Joana Carlevaro-Fita, Chen Hong, David Mas-Ponte, Jakob Skou Pedersen, Federico Abascal, Samirkumar B. Amin, Gary D. Bader, Jonathan Barenboim, Rameen Beroukhim, Johanna Bertl, Keith A. Boroevich, Søren Brunak, Peter J. Campbell, Dimple Chakravarty, Calvin Wing Yiu Chan, Ken Chen, Jung Kyoon Choi, Jordi Deu-Pons, Priyanka Dhingra, Klev Diamanti, Lars Feuerbach, J. Lynn Fink, Nuno A. Fonseca, Joan Frigola, Carlo Gambacorti-Passerini, Dale W. Garsed, Mark Gerstein, Gad Getz, Abel Gonzalez-Perez, Qianyun Guo, Ivo G. Gut, David Haan, Mark P. Hamilton, Nicholas J. Haradhvala, Arif O. Harmanci, Mohamed Helmy, Carl Herrmann, Julian M. Hess, Asger Hobolth, Ermin Hodzic, Henrik Hornshøj, Keren Isaev, Jose M. G. Izarzugaza, Rory Johnson, Todd A. Johnson, Malene Juul, Randi Istrup Juul, Andre Kahles, Abdullah Kahraman, Manolis Kellis, Ekta Khurana, Jaegil Kim, Jong K. Kim, Youngwook Kim, Jan Komorowski, Jan O. Korbel, Sushant Kumar, Andrés Lanzós, Erik Larsson, Michael S. Lawrence, Donghoon Lee, Kjong-Van Lehmann, Shantao Li, Xiaotong Li, Ziao Lin, Eric Minwei Liu, Lucas Lochovsky, Shaoke Lou, Tobias Madsen, Kathleen Marchal, Iñigo Martincorena, Alexander Martinez-Fundichely, Yosef E. Maruvka, Patrick D. McGillivray, William Meyerson, Ferran Muiños, Loris Mularoni, Hidewaki Nakagawa, Morten Muhlig Nielsen, Marta Paczkowska, Keunchil Park, Kiejung Park, Oriol Pich, Tirso Pons, Sergio Pulido-Tamayo, Benjamin J Raphael, Jüri Reimand, Iker Reyes-Salazar, Matthew A. Reyna, Esther Rheinbay, Mark A. Rubin, Carlota Rubio-Perez, Radhakrishnan Sabarinathan, S. Cenk Sahinalp, Gordon Saksena, Leonidas Salichos, Chris Sander, Steven E. Schumacher, Mark Shackleton, Ofer Shapira, Ciyue Shen, Raunak Shrestha, Shimin Shuai, Nikos Sidiropoulos, Lina Sieverling, Nasa Sinnott-Armstrong, Lincoln D. Stein, Joshua M. Stuart, David Tamborero, Grace Tiao, Tatsuhiko Tsunoda, Husen M. Umer, Liis Uusküla-Reimand, Alfonso Valencia, Miguel Vazquez, Lieven P. C. Verbeke, Claes Wadelius, Lina Wadi, Jiayin Wang, Jonathan Warrell, Sebastian M. Waszak, Joachim Weischenfeldt, David A. Wheeler, Guanming Wu, Jun Yu, Jing Zhang, Xuanping Zhang, Yan Zhang, Zhongming Zhao, Lihua Zou, Christian von Mering

OAI: oai:www.repository.cam.ac.uk:1810/317171 • DOI: 10.17863/CAM.64282

Abstract: Long non-coding RNAs (lncRNAs) are a growing focus of cancer genomics studies, creating the need for a resource of lncRNAs with validated cancer roles.
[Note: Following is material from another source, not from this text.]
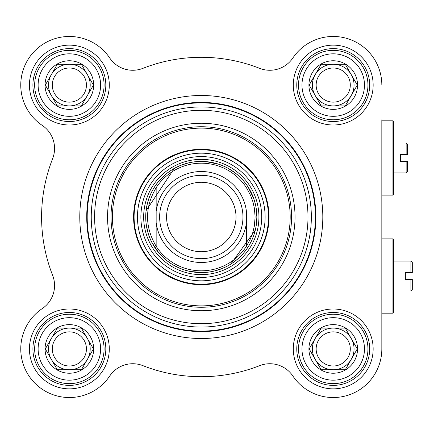 <?xml version="1.0" encoding="UTF-8"?>
<svg xmlns="http://www.w3.org/2000/svg" width="434" height="434" viewBox="0 0 434 434"><rect width="100%" height="100%" fill="white"/><g stroke="black" fill="none" stroke-linecap="round" stroke-linejoin="round"><path stroke-width="0.65" d="M381.833 119.789L381.833 348.931A48.608 48.608 0 0 1 292.874 376.028A27.776 27.776 0 0 0 259.662 365.656A159.707 159.707 0 0 1 142.927 365.656A27.776 27.776 0 0 0 109.715 376.028A48.608 48.608 0 0 1 34.997 383.298A48.608 48.608 0 0 1 42.266 308.579A27.776 27.776 0 0 0 52.639 275.368A159.707 159.707 0 0 1 52.639 158.632A27.776 27.776 0 0 0 42.266 125.421A48.608 48.608 0 0 1 34.997 50.702A48.608 48.608 0 0 1 109.715 57.972A27.776 27.776 0 0 0 142.927 68.344A159.707 159.707 0 0 1 259.662 68.344A27.776 27.776 0 0 0 292.874 57.972A48.608 48.608 0 0 1 381.833 85.069M393.633 143.052L406.132 143.052L406.132 154.509L407.521 154.509L400.577 154.509L400.577 161.448L406.132 161.448L406.132 172.906L393.633 172.906M407.521 161.448L406.132 161.448L407.521 161.448L407.521 171.517L406.132 172.906M407.521 154.509L407.521 144.441L406.132 143.052M392.938 120.831L392.938 195.126L393.633 194.432L393.633 121.525L392.938 120.831L381.833 120.831M156.159 211.391L156.159 246.306C144.685 226.77 144.685 207.23 156.159 187.694L156.159 211.391L156.159 187.694A53.816 53.816 0 0 1 246.431 187.694L250.619 195.484L252.892 201.718L254.384 208.184L255.111 217L254.384 225.816L252.892 232.282L250.619 238.516L246.431 246.306L246.431 211.391A45.483 45.483 0 0 0 156.159 211.391M156.159 246.306L156.159 222.609A45.483 45.483 0 0 0 246.431 222.609L246.431 246.306A53.816 53.816 0 0 1 156.159 246.306M256.847 217A55.552 55.552 0 0 0 173.519 168.891A55.552 55.552 0 0 0 173.519 265.109A55.552 55.552 0 0 0 256.847 217A55.552 55.552 0 0 1 256.548 222.734L256.847 217L256.266 209.009A55.552 55.552 0 0 1 256.847 217M242.959 217A41.664 41.664 0 0 0 180.463 180.918A41.664 41.664 0 0 0 180.463 253.082A41.664 41.664 0 0 0 242.959 217M236.015 217A34.72 34.72 0 0 0 183.935 186.935A34.72 34.72 0 0 0 183.935 247.065A34.72 34.72 0 0 0 236.015 217M315.865 217A114.571 114.571 0 0 0 144.012 117.777A114.571 114.571 0 0 0 144.012 316.223A114.571 114.571 0 0 0 315.865 217A114.571 114.571 0 0 0 144.012 117.777A114.571 114.571 0 0 0 144.012 316.223A114.571 114.571 0 0 0 315.865 217A114.571 114.571 0 0 0 144.012 117.777A114.571 114.571 0 0 0 144.012 316.223A114.571 114.571 0 0 0 315.865 217M295.033 217A93.739 93.739 0 0 0 154.423 135.82A93.739 93.739 0 0 0 154.423 298.18A93.739 93.739 0 0 0 295.033 217M392.938 313.169L393.633 312.475L393.633 239.568L392.938 238.874L392.938 313.169L381.833 313.169M412.3 279.491L412.3 289.559L410.911 290.948L410.911 279.491L412.3 279.491L405.356 279.491L405.356 272.552L412.3 272.552L412.3 262.483L410.911 261.094L410.911 272.552L412.3 272.552M291.561 217A90.267 90.267 0 0 1 156.159 295.174A90.267 90.267 0 0 1 156.159 138.826A90.267 90.267 0 0 1 291.561 217M105.82 85.069A36.456 36.456 0 0 1 51.136 116.643A36.456 36.456 0 0 1 51.136 53.501A36.456 36.456 0 0 1 105.82 85.069M109.292 85.069A39.928 39.928 0 0 0 49.4 50.49A39.928 39.928 0 0 0 49.4 119.648A39.928 39.928 0 0 0 109.292 85.069M52.639 158.632A27.776 27.776 0 0 0 42.266 125.421M259.662 68.344A27.776 27.776 0 0 0 292.874 57.972M109.292 348.931A39.928 39.928 0 0 0 49.4 314.352A39.928 39.928 0 0 0 49.4 383.51A39.928 39.928 0 0 0 109.292 348.931M373.153 85.069A39.928 39.928 0 0 0 313.261 50.49A39.928 39.928 0 0 0 313.261 119.648A39.928 39.928 0 0 0 373.153 85.069M322.809 217A121.515 121.515 0 0 0 140.54 111.766A121.515 121.515 0 0 0 140.54 322.234A121.515 121.515 0 0 0 322.809 217A121.515 121.515 0 0 0 140.54 111.766A121.515 121.515 0 0 0 140.54 322.234A121.515 121.515 0 0 0 322.809 217M373.153 348.931A39.928 39.928 0 0 0 313.261 314.352A39.928 39.928 0 0 0 313.261 383.51A39.928 39.928 0 0 0 373.153 348.931M105.82 348.931A36.456 36.456 0 0 1 51.136 380.499A36.456 36.456 0 0 1 51.136 317.357A36.456 36.456 0 0 1 105.82 348.931M369.681 348.931A36.456 36.456 0 0 1 314.997 380.499A36.456 36.456 0 0 1 314.997 317.357A36.456 36.456 0 0 1 369.681 348.931M369.681 85.069A36.456 36.456 0 0 1 314.997 116.643A36.456 36.456 0 0 1 314.997 53.501A36.456 36.456 0 0 1 369.681 85.069M133.596 217A67.699 67.699 0 0 0 235.147 275.633A67.699 67.699 0 0 0 235.147 158.367A67.699 67.699 0 0 0 133.596 217M261.707 217A60.413 60.413 0 0 0 171.088 164.681A60.413 60.413 0 0 0 171.088 269.319A60.413 60.413 0 0 0 261.707 217M255.246 230.237A55.552 55.552 0 0 1 230.769 264.084L255.246 230.237M225.995 266.758A55.552 55.552 0 0 1 214.098 271.055L221.741 268.646L225.995 266.758M203.069 272.519A55.552 55.552 0 0 1 190.862 271.559L203.069 272.519M173.02 264.816L180.191 268.386A55.552 55.552 0 0 1 195.365 161.768M206.497 161.692A55.552 55.552 0 0 1 218.486 164.177L206.497 161.692M235.342 173.106L228.669 168.663A55.552 55.552 0 0 1 241.304 178.461M248.183 187.211A55.552 55.552 0 0 1 253.57 198.208L248.183 187.211M52.292 348.931A17.072 17.072 0 0 1 69.364 331.858A17.072 17.072 0 0 1 86.437 348.931A17.072 17.072 0 0 1 69.364 366.003A17.072 17.072 0 0 1 52.292 348.931M104.084 348.931A34.72 34.72 0 0 0 52.004 318.865A34.72 34.72 0 0 0 52.004 378.996A34.72 34.72 0 0 0 104.084 348.931A34.72 34.72 0 0 0 52.004 318.865A34.72 34.72 0 0 0 52.004 378.996A34.72 34.72 0 0 0 104.084 348.931M69.364 373.235A24.304 24.304 0 0 0 90.413 336.779A24.304 24.304 0 0 0 48.315 336.779A24.304 24.304 0 0 0 69.364 373.235M69.364 328.099L81.391 328.099L87.408 338.515L93.418 348.931L87.408 359.347A20.832 20.832 0 0 1 51.326 359.347A20.832 20.832 0 0 1 69.364 328.099A20.832 20.832 0 0 1 87.408 359.347L81.391 369.763L57.337 369.763L45.31 348.931L57.337 328.099L69.364 328.099M316.153 348.931A17.072 17.072 0 0 1 333.225 331.858A17.072 17.072 0 0 1 350.298 348.931A17.072 17.072 0 0 1 333.225 366.003A17.072 17.072 0 0 1 316.153 348.931M367.945 348.931A34.72 34.72 0 0 0 315.865 318.865A34.72 34.72 0 0 0 315.865 378.996A34.72 34.72 0 0 0 367.945 348.931A34.72 34.72 0 0 0 315.865 318.865A34.72 34.72 0 0 0 315.865 378.996A34.72 34.72 0 0 0 367.945 348.931M333.225 373.235A24.304 24.304 0 0 0 354.274 336.779A24.304 24.304 0 0 0 312.176 336.779A24.304 24.304 0 0 0 333.225 373.235M333.225 328.099L345.252 328.099L357.28 348.931L351.263 359.347A20.832 20.832 0 0 1 315.187 359.347A20.832 20.832 0 0 1 333.225 328.099A20.832 20.832 0 0 1 351.263 359.347L345.252 369.763L321.198 369.763L309.171 348.931L321.198 328.099L333.225 328.099M316.153 85.069A17.072 17.072 0 0 1 333.225 67.997A17.072 17.072 0 0 1 350.298 85.069A17.072 17.072 0 0 1 333.225 102.142A17.072 17.072 0 0 1 316.153 85.069M367.945 85.069A34.72 34.72 0 0 0 315.865 55.004A34.72 34.72 0 0 0 315.865 115.135A34.72 34.72 0 0 0 367.945 85.069A34.72 34.72 0 0 0 315.865 55.004A34.72 34.72 0 0 0 315.865 115.135A34.72 34.72 0 0 0 367.945 85.069M333.225 109.373A24.304 24.304 0 0 0 354.274 72.917A24.304 24.304 0 0 0 312.176 72.917A24.304 24.304 0 0 0 333.225 109.373M333.225 64.237L345.252 64.237L357.28 85.069L351.263 95.485A20.832 20.832 0 0 1 315.187 95.485A20.832 20.832 0 0 1 333.225 64.237A20.832 20.832 0 0 1 351.263 95.485L345.252 105.901L321.198 105.901L309.171 85.069L321.198 64.237L333.225 64.237M52.292 85.069A17.072 17.072 0 0 1 69.364 67.997A17.072 17.072 0 0 1 86.437 85.069A17.072 17.072 0 0 1 69.364 102.142A17.072 17.072 0 0 1 52.292 85.069M104.084 85.069A34.72 34.72 0 0 1 52.004 115.135A34.72 34.72 0 0 1 52.004 55.004A34.72 34.72 0 0 1 104.084 85.069A34.72 34.72 0 0 0 52.004 55.004A34.72 34.72 0 0 0 52.004 115.135A34.72 34.72 0 0 0 104.084 85.069A34.72 34.72 0 0 0 52.004 55.004A34.72 34.72 0 0 0 52.004 115.135A34.72 34.72 0 0 0 104.084 85.069M69.364 109.373A24.304 24.304 0 0 0 90.413 72.917A24.304 24.304 0 0 0 48.315 72.917A24.304 24.304 0 0 0 69.364 109.373M69.364 64.237L81.391 64.237L87.408 74.653L93.418 85.069L87.408 95.485A20.832 20.832 0 0 1 51.326 95.485A20.832 20.832 0 0 1 69.364 64.237A20.832 20.832 0 0 1 87.408 95.485L81.391 105.901L57.337 105.901L45.31 85.069L57.337 64.237L69.364 64.237M71.594 328.218A20.832 20.832 0 0 1 87.408 338.515M315.393 217A114.099 114.099 0 0 0 144.245 118.189A114.099 114.099 0 0 0 144.245 315.811A114.099 114.099 0 0 0 315.393 217M311.346 217A110.052 110.052 0 0 0 146.269 121.694A110.052 110.052 0 0 0 146.269 312.306A110.052 110.052 0 0 0 311.346 217M307.994 217A106.699 106.699 0 0 0 147.945 124.596A106.699 106.699 0 0 0 147.945 309.404A106.699 106.699 0 0 0 307.994 217M256.885 217A55.59 55.59 0 0 0 201.295 161.41A55.59 55.59 0 0 0 145.705 217A55.59 55.59 0 0 0 201.295 272.59A55.59 55.59 0 0 0 256.885 217M258.93 217A57.635 57.635 0 0 0 172.477 167.09A57.635 57.635 0 0 0 172.477 266.91A57.635 57.635 0 0 0 258.93 217M112.417 217A88.878 88.878 0 0 0 245.736 293.97A88.878 88.878 0 0 0 245.736 140.03A88.878 88.878 0 0 0 112.417 217M134.095 217A67.199 67.199 0 0 0 234.897 275.199A67.199 67.199 0 0 0 234.897 158.801A67.199 67.199 0 0 0 134.095 217M137.47 217A63.825 63.825 0 0 0 201.295 280.825A63.825 63.825 0 0 0 265.12 217A63.825 63.825 0 0 0 201.295 153.175A63.825 63.825 0 0 0 137.47 217M100.612 348.931A31.248 31.248 0 0 1 53.74 375.99A31.248 31.248 0 0 1 53.74 321.871A31.248 31.248 0 0 1 100.612 348.931M364.473 348.931A31.248 31.248 0 0 1 317.601 375.99A31.248 31.248 0 0 1 317.601 321.871A31.248 31.248 0 0 1 364.473 348.931M364.473 85.069A31.248 31.248 0 0 1 317.601 112.129A31.248 31.248 0 0 1 317.601 58.01A31.248 31.248 0 0 1 364.473 85.069M100.612 85.069A31.248 31.248 0 0 1 53.74 112.129A31.248 31.248 0 0 1 53.74 58.01A31.248 31.248 0 0 1 100.612 85.069M381.833 195.126L392.938 195.126M381.833 238.874L392.938 238.874M393.633 290.948L410.911 290.948M393.633 261.094L410.911 261.094M187.483 163.195L181.466 165.11M174.235 168.484L146.112 210.636M146.432 225.691L148.168 233.215M152.285 243.148L158.942 252.946"/></g></svg>

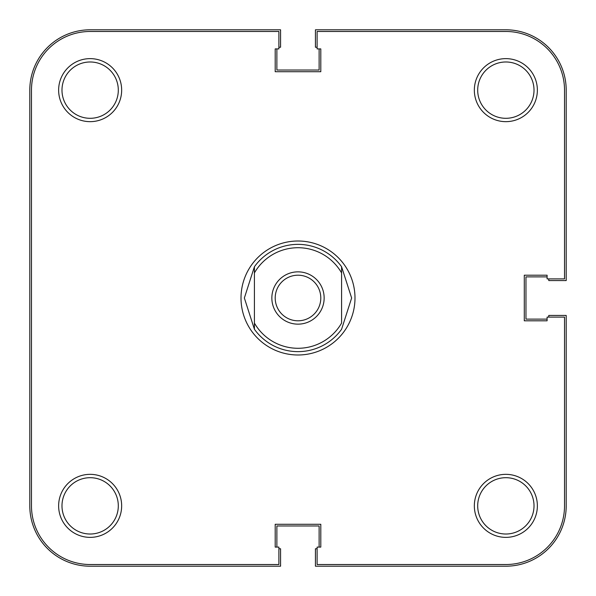 <?xml version="1.0" encoding="UTF-8"?>
<svg xmlns="http://www.w3.org/2000/svg" width="596" height="596" viewBox="0 0 596 596"><rect width="100%" height="100%" fill="white"/><g stroke="black" fill="none" stroke-linecap="round" stroke-linejoin="round"><path stroke-width="0.89" d="M278.891 548.767L280.567 548.767L280.567 566.2L90.145 566.2A60.345 60.345 0 0 1 29.8 505.855L29.8 90.145A60.345 60.345 0 0 1 90.145 29.8L280.567 29.8L280.567 47.233L278.891 47.233M276.879 48.909L276.879 70.03L319.121 70.03L319.121 48.909M548.767 278.891L548.767 280.567L566.2 280.567L566.2 90.145A60.345 60.345 0 0 0 505.855 29.8L315.433 29.8L315.433 47.233L317.109 47.233M547.091 276.879L525.97 276.879L525.97 319.121L547.091 319.121M317.109 548.767L315.433 548.767L315.433 566.2L505.855 566.2A60.345 60.345 0 0 0 566.2 505.855L566.2 315.433L548.767 315.433L548.767 317.109M319.121 547.091L319.121 525.97L276.879 525.97L276.879 547.091M121.659 505.855A31.513 31.513 0 0 1 90.145 537.368A31.513 31.513 0 0 1 58.632 505.855A31.513 31.513 0 0 1 90.145 474.342A31.513 31.513 0 0 1 121.659 505.855M61.984 505.855A28.161 28.161 0 0 0 90.145 534.016A28.161 28.161 0 0 0 118.306 505.855A28.161 28.161 0 0 0 90.145 477.694A28.161 28.161 0 0 0 61.984 505.855M537.368 505.855A31.513 31.513 0 0 1 505.855 537.368A31.513 31.513 0 0 1 474.342 505.855A31.513 31.513 0 0 1 505.855 474.342A31.513 31.513 0 0 1 537.368 505.855M477.694 505.855A28.161 28.161 0 0 0 505.855 534.016A28.161 28.161 0 0 0 534.016 505.855A28.161 28.161 0 0 0 505.855 477.694A28.161 28.161 0 0 0 477.694 505.855M537.368 90.145A31.513 31.513 0 0 1 505.855 121.659A31.513 31.513 0 0 1 474.342 90.145A31.513 31.513 0 0 1 505.855 58.632A31.513 31.513 0 0 1 537.368 90.145M477.694 90.145A28.161 28.161 0 0 0 505.855 118.306A28.161 28.161 0 0 0 534.016 90.145A28.161 28.161 0 0 0 505.855 61.984A28.161 28.161 0 0 0 477.694 90.145M121.659 90.145A31.513 31.513 0 0 1 90.145 121.659A31.513 31.513 0 0 1 58.632 90.145A31.513 31.513 0 0 1 90.145 58.632A31.513 31.513 0 0 1 121.659 90.145M61.984 90.145A28.161 28.161 0 0 0 90.145 118.306A28.161 28.161 0 0 0 118.306 90.145A28.161 28.161 0 0 0 90.145 61.984A28.161 28.161 0 0 0 61.984 90.145M354.993 298A56.992 56.992 0 0 1 298 354.993A56.992 56.992 0 0 1 241.007 298A56.992 56.992 0 0 1 298 241.007A56.992 56.992 0 0 1 354.993 298M278.891 564.524L90.145 564.524A58.669 58.669 0 0 1 31.476 505.855L31.476 90.145A58.669 58.669 0 0 1 90.145 31.476L278.891 31.476L278.891 48.909L275.203 48.909L275.203 71.706L320.797 71.706L320.797 48.909L317.109 48.909L317.109 31.476L505.855 31.476A58.669 58.669 0 0 1 564.524 90.145L564.524 278.891L547.091 278.891L547.091 275.203L524.294 275.203L524.294 320.797L547.091 320.797L547.091 317.109L564.524 317.109L564.524 505.855A58.669 58.669 0 0 1 505.855 564.524L317.109 564.524L317.109 547.091L320.797 547.091L320.797 524.294L275.203 524.294L275.203 547.091L278.891 547.091L278.891 564.524M298 324.149A26.149 26.149 0 0 1 271.85 298A26.149 26.149 0 0 1 298 271.85A26.149 26.149 0 0 1 324.149 298A26.149 26.149 0 0 1 298 324.149M298 275.203A22.797 22.797 0 0 0 275.203 298A22.797 22.797 0 0 0 298 320.797A22.797 22.797 0 0 0 320.797 298A22.797 22.797 0 0 0 298 275.203M351.64 298L341.582 329.268A53.64 53.64 0 0 1 254.417 329.268L244.36 298L254.417 266.732A53.64 53.64 0 0 1 341.582 266.732L351.64 298M254.417 272.916L254.417 323.084A50.288 50.288 0 0 0 341.582 323.084L341.582 272.916A50.288 50.288 0 0 0 254.417 272.916L254.417 266.732L254.417 272.916M341.582 266.732L341.582 272.916L341.582 266.732M254.417 323.084L254.417 329.268L254.417 323.084"/></g></svg>

Furthermore, it remains debated whether mutated lncRNAs can drive tumorigenesis, and whether such functions could be conserved during evolution. Here, as part of the ICGC/TCGA Pan-Cancer Analysis of Whole Genomes (PCAWG) Consortium, we introduce the Cancer LncRNA Census (CLC), a compilation of 122 GENCODE lncRNAs with causal roles in cancer phenotypes. In contrast to existing databases, CLC requires strong functional or genetic evidence. CLC genes are enriched amongst driver genes predicted from somatic mutations, and display characteristic genomic features. Strikingly, CLC genes are enriched for driver mutations from unbiased, genome-wide transposon-mutagenesis screens in mice. We identified 10 tumour-causing mutations in orthologues of 8 lncRNAs, including LINC-PINT and NEAT1, but not MALAT1. Thus CLC represents a dataset of high-confidence cancer lncRNAs. Mutagenesis maps are a novel means for identifying deeply-conserved roles of lncRNAs in tumorigenesis.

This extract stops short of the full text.